New law to relax the requirements for forced adoption services

Parliament handles these days a bill that aims to make forced adoptions easier. In the Institute's consultation response to the bill, which now looks to be adopted, we stressed that it is necessary to strengthen the support for the right of parents in exercising parenting. Today it is largely up to the individual municipality to decide whether to give support to exercise parenting. Although the government has strengthened the manuals of Social Services, the right for support js not of the legislation itself.

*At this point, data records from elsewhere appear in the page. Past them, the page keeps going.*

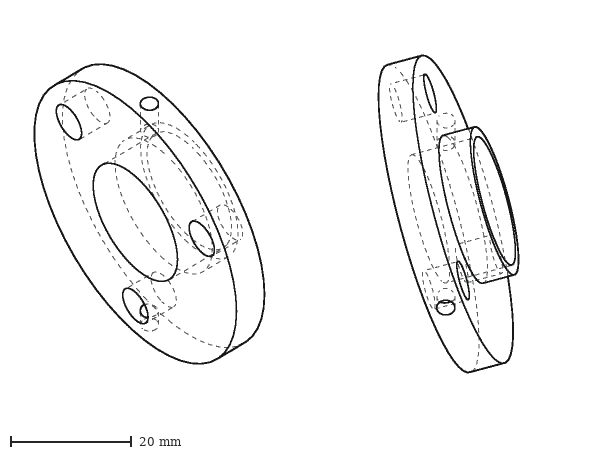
import cadquery as cq

flange_diameter = 52.8
flange_thickness = 6.0
overall_depth = 11.5
hub_diameter = 25.4
bore_diameter = 22.0

bolt_hole_diameter = 6.6
bolt_circle_radius = 20.0
bolt_hole_count = 3
first_bolt_angle = -90.0

radial_hole_diameter = 3.0
blind_hole_depth = flange_diameter / 2 - bolt_circle_radius


def cylinder_along_y(diameter, length):
    """Cylinder from the front face (Y = 0) towards +Y."""
    return cq.Workplane("XZ").circle(diameter / 2).extrude(-length)


def bolt_holes():
    return (
        cq.Workplane("XZ")
        .polarArray(bolt_circle_radius, first_bolt_angle, 360, bolt_hole_count)
        .circle(bolt_hole_diameter / 2)
        .extrude(-flange_thickness)
    )


def radial_hole(side, depth):
    """Drilled from the rim towards the axis; side is 1 at the top and -1 at the bottom."""
    return (
        cq.Workplane("XY", origin=(0, flange_thickness / 2, side * flange_diameter / 2))
        .circle(radial_hole_diameter / 2)
        .extrude(-side * depth)
    )


flange = cylinder_along_y(flange_diameter, flange_thickness)
hub = cylinder_along_y(hub_diameter, overall_depth)
bore = cylinder_along_y(bore_diameter, overall_depth)

result = (
    flange.union(hub)
    .cut(bore)
    .cut(bolt_holes())
    .cut(radial_hole(1, blind_hole_depth))
    .cut(radial_hole(-1, blind_hole_depth))
)
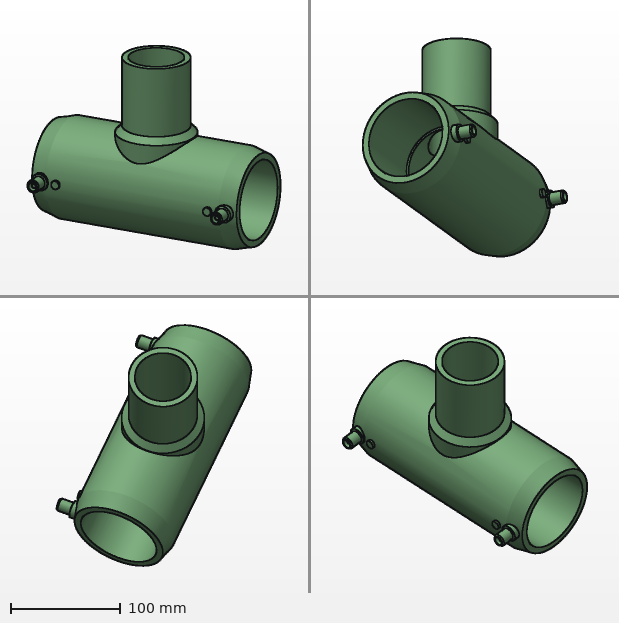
import cadquery as cq

run_length = 210.5
run_diameter = 96.5
run_end_diameter = 87.5
end_taper_length = 16.5
run_bore = 70.5
socket_diameter = 75.0
socket_depth = 77.9

branch_diameter = 63.0
branch_bore = 51.4
branch_top = 121.0
collar_diameter = 75.5
collar_top = 48.8
collar_taper = (collar_diameter - branch_diameter) / 2

terminal_inset = 11.0
terminal_tip = 64.0
terminal_diameter = 12.0
terminal_chamfer_length = 1.5
terminal_chamfer_width = 1.0
contact_recess_diameter = 8.0
contact_pin_diameter = 5.0
contact_recess_depth = 10.5
contact_setback = 3.0
contact_chamfer = 0.6
boss_diameter = 16.0
boss_edge = 50.0
boss_cone_height = 0.6
indicator_inset = 27.2
indicator_diameter = 8.0
indicator_face = 50.5
wall_middle = (run_diameter + socket_diameter) / 4


def rod_x(diameter, start, length):
    return cq.Workplane("YZ", origin=(start, 0, 0)).circle(diameter / 2).extrude(length)


def rod_z(diameter, top):
    return cq.Workplane("XY").circle(diameter / 2).extrude(top)


def rod_out(diameter, x, root, tip):
    """Cylinder pointing along -Y, between two distances from the run axis."""
    return cq.Workplane("XZ", origin=(x, -root, 0)).circle(diameter / 2).extrude(tip - root)


def run_body():
    half = run_length / 2
    shoulder = half - end_taper_length
    outline = [
        (-half, 0),
        (-half, run_end_diameter / 2),
        (-shoulder, run_diameter / 2),
        (shoulder, run_diameter / 2),
        (half, run_end_diameter / 2),
        (half, 0),
    ]
    return cq.Workplane("XY").polyline(outline).close().revolve(360, (0, 0, 0), (1, 0, 0))


def branch_body():
    outline = [
        (0, 0),
        (collar_diameter / 2, 0),
        (collar_diameter / 2, collar_top),
        (branch_diameter / 2, collar_top + collar_taper),
        (branch_diameter / 2, branch_top),
        (0, branch_top),
    ]
    return cq.Workplane("XZ").polyline(outline).close().revolve(360, (0, 0, 0), (0, 1, 0))


def terminal(x):
    boss = rod_out(boss_diameter, x, wall_middle, boss_edge)
    cone = cq.Workplane(
        cq.Solid.makeCone(
            boss_diameter / 2,
            terminal_diameter / 2,
            boss_cone_height,
            cq.Vector(x, -boss_edge, 0),
            cq.Vector(0, -1, 0),
        )
    )
    pin = rod_out(terminal_diameter, x, wall_middle, terminal_tip)
    pin = pin.faces("<Y").edges().chamfer(terminal_chamfer_length, terminal_chamfer_width)
    recess_floor = terminal_tip - contact_recess_depth
    recess = rod_out(contact_recess_diameter, x, recess_floor, terminal_tip)
    contact = rod_out(contact_pin_diameter, x, recess_floor, terminal_tip - contact_setback)
    contact = contact.faces("<Y").chamfer(contact_chamfer)
    return boss.union(cone).union(pin).cut(recess.cut(contact))


def indicator(x):
    return rod_out(indicator_diameter, x, wall_middle, indicator_face)


result = run_body().union(branch_body())
result = result.cut(rod_x(run_bore, -run_length / 2, run_length))
result = result.cut(rod_z(branch_bore, branch_top))
for side in (-1, 1):
    socket_start = side * run_length / 2
    result = result.cut(rod_x(socket_diameter, socket_start, -side * socket_depth))
    result = result.union(terminal(side * (run_length / 2 - terminal_inset)))
    result = result.union(indicator(side * (run_length / 2 - indicator_inset)))

"The judgment confirms the concern we have always had about the bill. Municipalities must on the one hand stand to strengthen and preserve the bond between parent and child, but on the other side the opportunity to choose forced adoption services. There is a risk that the first part of the task is not handled properly, "says Maria Ventegodt Liisberg.

The Supreme Court should be consulted

In the current case, the biological mother voluntarily placed her daughter with the foster family, since her daughter was five days old. Mother and daughter have been in contact with each other since the placement and the child has never been damaged by their mother. In its decision on forced away adoption the High Court puts inter alia as reason that the mother will permanently be unable to care for her daughter, and the child perceives her foster parents as her parents and feels that she belongs with them.

Maria Ventegodt Liisberg believes that the High Court should explain how this case differs from other cases of parents with disabilities who permanently will need support to care for their children and therefore have children voluntarily placed outside the home.

Institute for Human Rights urges that the case should be forwarded to the Supreme Court.